Seems like the harmony lost the last channel opportunity. I had previously used that just fine and mapped the Enter button which did both: Enter and last channel. Now with the update it doesn’t seem to work anymore.


----------



## Nordic4tKnight (Mar 1, 2015)

Select also doesn’t seem to work when you swipe left to see your favorites. You can scroll up and down but not select anything.


----------



## TonyD79 (Jan 4, 2002)

Nordic4tKnight said:


> Select also doesn't seem to work when you swipe left to see your favorites. You can scroll up and down but not select anything.


I could.

But the left list is useless. It always starts at the lowest channel. Just bring up the guide.

Fios has a recents on the left. I don't use it often but it works better.


----------



## High Technology (Apr 16, 2006)

Nordic4tKnight said:


> Seems like the harmony lost the last channel opportunity. I had previously used that just fine and mapped the Enter button which did both: Enter and last channel. Now with the update it doesn't seem to work anymore.





Nordic4tKnight said:


> Select also doesn't seem to work when you swipe left to see your favorites. You can scroll up and down but not select anything.


Both of these commands work for me. Dig out your original TiVo remote and try them -- you may also be finding some evolutionary differences in these codes vs. the Harmony library. My Harmony 650 works fine for both of these actions with Hydra, but I don't remember if I manually learned codes on the remote or not -- I primarily use a Marantz 9500 touchscreen, which is the same as Philips Pronto Pro I believe.

I do remember having to learn some codes on the Harmony manually, but I don't remember which/when. So the Back/Exit and the List buttons were the only ones that thus far had to be updated for mine with Hydra.


----------



## High Technology (Apr 16, 2006)

TonyD79 said:


> I could.
> 
> But the left list is useless. It always starts at the lowest channel. Just bring up the guide.
> 
> Fios has a recents on the left. I don't use it often but it works better.


The LEFT cursor key brings up your favorite channels -- you need to set those up in the MENU >> SETTINGS >> USER PREFERENCES >> FAVORITE CHANNELS. Until these are set up, I believe every channel is defaulted to as a favorite.


----------



## TonyD79 (Jan 4, 2002)

High Technology said:


> The LEFT cursor key brings up your favorite channels -- you need to set those up in the MENU >> SETTINGS >> USER PREFERENCES >> FAVORITE CHANNELS. Until these are set up, I believe every channel is defaulted to as a favorite.


Unless you limit your favorites to about 10, it is useless.


----------



## JACKASTOR (May 26, 2011)

TonyD79 said:


> Unless you limit your favorites to about 10, it is useless.
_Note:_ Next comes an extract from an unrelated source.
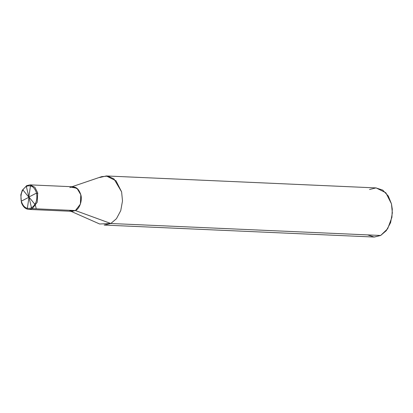 <?xml version="1.0" encoding="UTF-8"?>
<svg xmlns="http://www.w3.org/2000/svg" width="413" height="413" viewBox="0 0 413 413"><rect width="100%" height="100%" fill="white"/><g stroke="black" fill="none" stroke-linecap="round" stroke-linejoin="round"><path stroke-width="0.62" d="M69.818 210.8L75.403 210.558C79.575 208.932 82.543 200.233 80.798 194.735C78.604 188.075 74.949 185.685 69.843 187.564C74.949 185.685 78.604 188.075 80.798 194.735C82.543 200.233 79.575 208.932 75.403 210.558L72.079 211.337L28.951 209.422L32.276 208.642L28.951 209.422C25.565 209.159 23.061 206.908 21.445 202.675L20.82 194.853L22.266 190.295L26.716 185.649L26.318 186.392L31.507 207.853C26.742 209.603 23.329 207.372 21.28 201.157C20.201 194.43 21.879 189.505 26.318 186.392C21.879 189.505 20.201 194.43 21.28 201.157C23.329 207.372 26.742 209.603 31.507 207.853L32.276 208.642L75.403 210.558L68.832 210.269L75.403 210.558L80.37 204.13L80.798 194.735L77.995 189.2L73.168 186.784L30.041 184.869L34.868 187.29L37.676 192.825L37.242 202.22L32.276 208.642L37.242 202.22L37.676 192.825L34.868 187.29L30.041 184.869L26.515 185.69L26.318 186.392L31.507 207.853C35.946 204.734 37.624 199.815 36.545 193.083C34.496 186.872 31.083 184.637 26.318 186.392C31.083 184.637 34.496 186.872 36.545 193.083C37.624 199.815 35.946 204.734 31.507 207.853L32.276 208.642L75.403 210.558L110.813 223.5L99.641 223.991L70.917 211.286M26.716 185.649L30.041 184.869M70.871 187.12L76.978 188.261L80.798 194.735L80.37 204.13L75.403 210.558L110.813 223.5L380.657 235.477L374.008 237.036L104.159 225.064L110.813 223.5L380.657 235.477L374.276 237.047L367.518 234.894M99.683 177.513L106.337 175.953L115.991 180.791L121.603 191.859L122.501 200.93L120.746 210.651L116.44 218.704L110.813 223.5L116.44 218.704L120.746 210.651L122.501 200.93L121.603 191.859L113.957 178.906L107.86 176.119L101.743 176.625L72.007 186.733M391.916 217.31L392.278 209.164L391.916 217.31L387.673 228.74L380.657 235.477L386.289 230.676L390.595 222.628L392.35 212.901L391.452 203.831L385.84 192.768L376.186 187.925L106.337 175.953M392.278 209.164L391.452 203.831L388.256 195.974L382.727 190.109L375.944 187.92L369.532 189.49M28.884 197.006L36.576 193.062L37.841 193.599M28.972 197.027L35.234 204.75L36.272 208.823M28.998 197.14L27.351 208.436M28.941 197.238L21.223 201.193L21.171 200.666M28.853 197.213L22.844 189.851M28.827 197.099L30.495 185.721L31.734 185.189"/></g></svg>
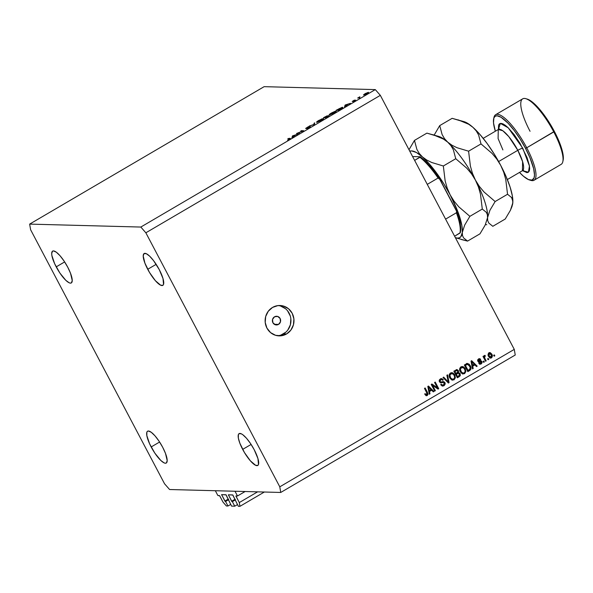 <?xml version="1.0" encoding="UTF-8"?>
<svg xmlns="http://www.w3.org/2000/svg" width="593" height="593" viewBox="0 0 593 593"><rect width="100%" height="100%" fill="white"/><g stroke="black" fill="none" stroke-linecap="round" stroke-linejoin="round"><path stroke-width="0.89" d="M217.839 495.466L215.341 490.722L234.998 491.249L237.496 495.985L235.895 496.052L239.298 502.575L239.943 506.333L238.349 506.289L232.879 495.036L228.387 494.807L231.648 501.248L235.124 499.217L231.648 501.248L232.36 501.641L234.754 506.192L237.459 504.606L234.754 506.192L231.566 506.111L226.103 494.858L221.604 494.629L224.873 501.07L228.342 499.039L224.873 501.07L225.577 501.463L227.979 506.014L226.385 505.97L223.027 502.145L219.551 495.622L217.839 495.466L215.341 490.722L234.998 491.249L237.496 495.985L245.124 491.515L237.496 495.985L235.918 495.948L239.298 502.575L257.607 491.842L239.298 502.575L239.943 506.333L264.352 492.02L239.943 506.333L238.349 506.289L232.723 494.925L228.364 494.814L231.982 501.634L235.443 499.832L232.36 501.641L234.754 506.192L231.566 506.111L225.948 494.747L221.589 494.636L225.207 501.456L228.668 499.654L225.577 501.463L227.979 506.014L230.684 504.428L227.979 506.014L226.385 505.97L223.027 502.145L219.729 495.889L217.839 495.466M228.572 499.476L225.207 501.456L228.572 499.476M222.279 494.651L221.671 495.007L222.279 494.651M235.354 499.662L231.982 501.634L235.354 499.662M229.061 494.829L228.453 495.185L229.061 494.829M236.607 495.963L235.999 496.319L236.607 495.963M278.502 324.401A4.344 4.121 -88.5 0 1 272.498 321.651A4.344 4.121 -88.5 0 1 274.507 316.818L277.643 316.432L280.111 318.493L280.474 321.799L278.502 324.401L275.367 324.786L272.899 322.725L272.543 319.427L274.507 316.818A4.344 4.121 -88.5 0 1 280.511 319.568A4.344 4.121 -88.5 0 1 278.502 324.401L274.307 324.289L278.502 324.401M277.635 335.757A15.196 14.432 91.5 0 0 283.506 333.881L286.552 333.963A15.196 14.432 -88.5 0 1 279.155 335.883A15.196 14.432 -88.5 0 1 265.531 324.327A15.196 14.432 -88.5 0 1 272.558 307.419L277.924 305.603L283.536 306.077L288.546 308.775L292.186 313.289L293.898 318.93L293.431 324.838L290.852 330.116L286.552 333.963L281.193 335.786L275.575 335.304L270.571 332.606L266.932 328.092L265.212 322.451L265.679 316.543L268.258 311.266L272.558 307.419A15.196 14.432 -88.5 0 1 279.963 305.499A15.196 14.432 -88.5 0 1 293.579 317.055A15.196 14.432 -88.5 0 1 286.552 333.963L283.506 333.881A15.196 14.432 91.5 0 0 290.696 317.759A15.196 14.432 91.5 0 0 278.436 305.543M56.209 266.872A18.45 4.959 59.6 0 1 52.636 251.106A18.45 4.959 59.6 0 1 67.728 267.176L64.037 261.002L60.034 255.739L56.328 252.195L53.474 250.913L52.51 251.195L51.702 253.545L51.887 255.524L54.66 263.729L59.893 273.054L65.83 280.341L69.173 282.802L70.463 283.143L71.427 282.861L72.235 280.511L70.545 273.336L67.728 267.176A18.45 4.959 59.6 0 1 71.301 282.943A18.45 4.959 59.6 0 1 56.209 266.872L64.652 261.921L56.209 266.872M147.716 269.296A18.45 4.959 59.6 0 1 144.151 253.53A18.45 4.959 59.6 0 1 159.243 269.6L153.55 260.623L149.621 256.132L146.271 253.671L144.025 253.611L143.217 255.968L144.907 263.144L149.488 272.439L155.41 280.734L160.688 285.226L162.934 285.285L163.535 284.395L162.993 278.525L159.243 269.6A18.45 4.959 59.6 0 1 162.808 285.366A18.45 4.959 59.6 0 1 147.716 269.296L156.159 264.345L147.716 269.296M242.67 449.39A18.45 4.959 59.6 0 1 239.105 433.624A18.45 4.959 59.6 0 1 254.197 449.694L250.505 443.52L246.503 438.257L242.789 434.713L241.225 433.772L238.979 433.705L238.379 434.595L238.349 438.042L239.861 443.238L244.442 452.541L250.365 460.828L255.642 465.32L257.888 465.379L258.489 464.489L257.948 458.619L254.197 449.694A18.45 4.959 59.6 0 1 257.762 465.461A18.45 4.959 59.6 0 1 242.67 449.39L251.113 444.439L242.67 449.39M151.163 446.966A18.45 4.959 59.6 0 1 147.59 431.2A18.45 4.959 59.6 0 1 162.682 447.27L158.991 441.096L154.988 435.833L151.274 432.29L148.428 431.007L147.464 431.289L146.864 432.178L146.842 435.618L149.614 443.831L154.847 453.148L160.785 460.435L164.128 462.896L165.417 463.237L166.381 462.955L167.189 460.605L165.499 453.43L162.682 447.27A18.45 4.959 59.6 0 1 166.255 463.037A18.45 4.959 59.6 0 1 151.163 446.966L159.606 442.022L151.163 446.966M375.302 89.61L264.13 86.667L29.65 224.11L140.823 227.052L375.302 89.61L380.335 95.354L145.856 232.797L279.785 486.823L514.272 349.381L380.335 95.354L514.272 349.381L515.235 355.014L280.748 492.457L169.583 489.514L164.55 483.777L30.614 229.743L29.65 224.11L264.13 86.667L375.302 89.61L140.823 227.052L145.856 232.797L380.335 95.354L375.302 89.61M297.567 133.203L299.428 133.255L296.493 133.521L302.645 131.06L300.777 131.009L301.348 130.675L303.72 130.742L297.567 133.203L303.72 130.742L301.348 130.675L300.777 131.009L302.645 131.06L296.493 133.521L299.428 133.255L297.567 133.203M306.203 128.132L308.731 126.561L305.64 128.459L309.687 126.88L307.152 128.562L310.369 126.606L306.663 128.733L309.739 126.976L305.595 128.459L308.249 126.746L306.203 128.132L310.258 126.554L306.247 128.303M314.401 124.478L309.279 126.027L313.86 124.486L314.097 123.203L314.698 122.847L314.401 124.478L314.698 122.847L314.097 123.203L313.86 124.486L309.279 126.027L314.401 124.478M321.354 120.438L316.551 122.21L321.547 119.015L323.652 118.622L321.354 120.438C323.311 119.252 323.993 118.593 323.415 118.467L318.812 120.409C316.87 121.587 316.195 122.24 316.788 122.358L321.354 120.438M333.978 113.041L329.174 114.805L331.435 113.004L335.312 111.195L336.283 111.217L333.978 113.041C335.934 111.855 336.624 111.195 336.038 111.069L331.435 113.004C329.493 114.19 328.826 114.842 329.411 114.96L333.978 113.041M344.511 106.829L345.133 105.013L350.5 103.323L348.187 104.205L344.511 106.829L348.187 104.205L350.5 103.323L345.133 105.013L345.43 105.584L345.133 105.013L344.511 106.829M363.642 95.088L365.636 93.375L368.579 92.404L365.94 94.25L363.642 95.088L366.919 93.716L368.416 92.293L365.125 93.664L363.657 94.702L363.85 95.073L363.657 94.702M359.966 97.771L357.668 98.053L359.884 96.778L358.876 97.645L359.966 97.771L358.891 97.682L359.113 98.097L358.891 97.682L359.884 96.778L357.668 98.053L359.966 97.771M352.264 101.485L354.406 100.098L352.828 101.151L355.578 100.084L353.131 101.655L354.977 100.417L352.264 101.485L354.977 100.417L353.131 101.655L355.533 100.084L352.828 101.151L354.406 100.098L352.175 101.455M342.546 107.274L342.183 108.111L338.521 110.342L336.149 110.276L342.087 107.326L336.149 110.276L338.521 110.342L340.478 109.194C342.502 108.008 343.191 107.363 342.546 107.274L342.798 107.363M327.603 116.739L325.898 117.74L323.526 117.681L327.173 115.813L327.121 116.235L329.048 115.568L327.603 116.739L328.945 115.539L327.121 116.235L327.351 115.798L323.526 117.681L325.898 117.74L327.603 116.739M291.904 137.665L292.527 135.849L297.894 134.159L295.581 135.041L291.904 137.665L295.581 135.041L297.894 134.159L292.527 135.849L292.823 136.42L292.527 135.849L291.904 137.665M289.147 139.17L289.71 138.703L287.827 138.599L290.355 138.443L287.561 140.081L289.999 138.31L287.827 138.599L289.406 138.643L289.206 139.281L289.406 138.643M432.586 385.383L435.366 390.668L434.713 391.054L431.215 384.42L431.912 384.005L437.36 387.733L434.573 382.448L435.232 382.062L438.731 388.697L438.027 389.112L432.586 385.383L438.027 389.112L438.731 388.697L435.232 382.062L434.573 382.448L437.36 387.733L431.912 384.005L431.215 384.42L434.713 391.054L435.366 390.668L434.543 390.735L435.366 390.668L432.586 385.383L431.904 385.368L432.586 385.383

I have to disagree with you here. I don't find it useless having more than 10 channels set. However we all have our preferences and that's acceptable.

Hail Hydra

Jack


----------



## JACKASTOR (May 26, 2011)

Nordic4tKnight said:


> Select also doesn't seem to work when you swipe left to see your favorites. You can scroll up and down but not select anything.


Select works for me with My Harmony Remote, when I pull up the favorites list on the left I can select the channel or right I can select the tuner.

Hail Hydra

Jack


----------



## TonyD79 (Jan 4, 2002)

JACKASTOR said:


> I have to disagree with you here. I don't find it useless having more than 10 channels set. However we all have our preferences and that's acceptable.
> 
> Hail Hydra
> 
> Jack


It shows 3 at a time. Anything more than three screens worth, you might as well use the guide. If the icons were smaller. Like I said, Fios has a better implementation.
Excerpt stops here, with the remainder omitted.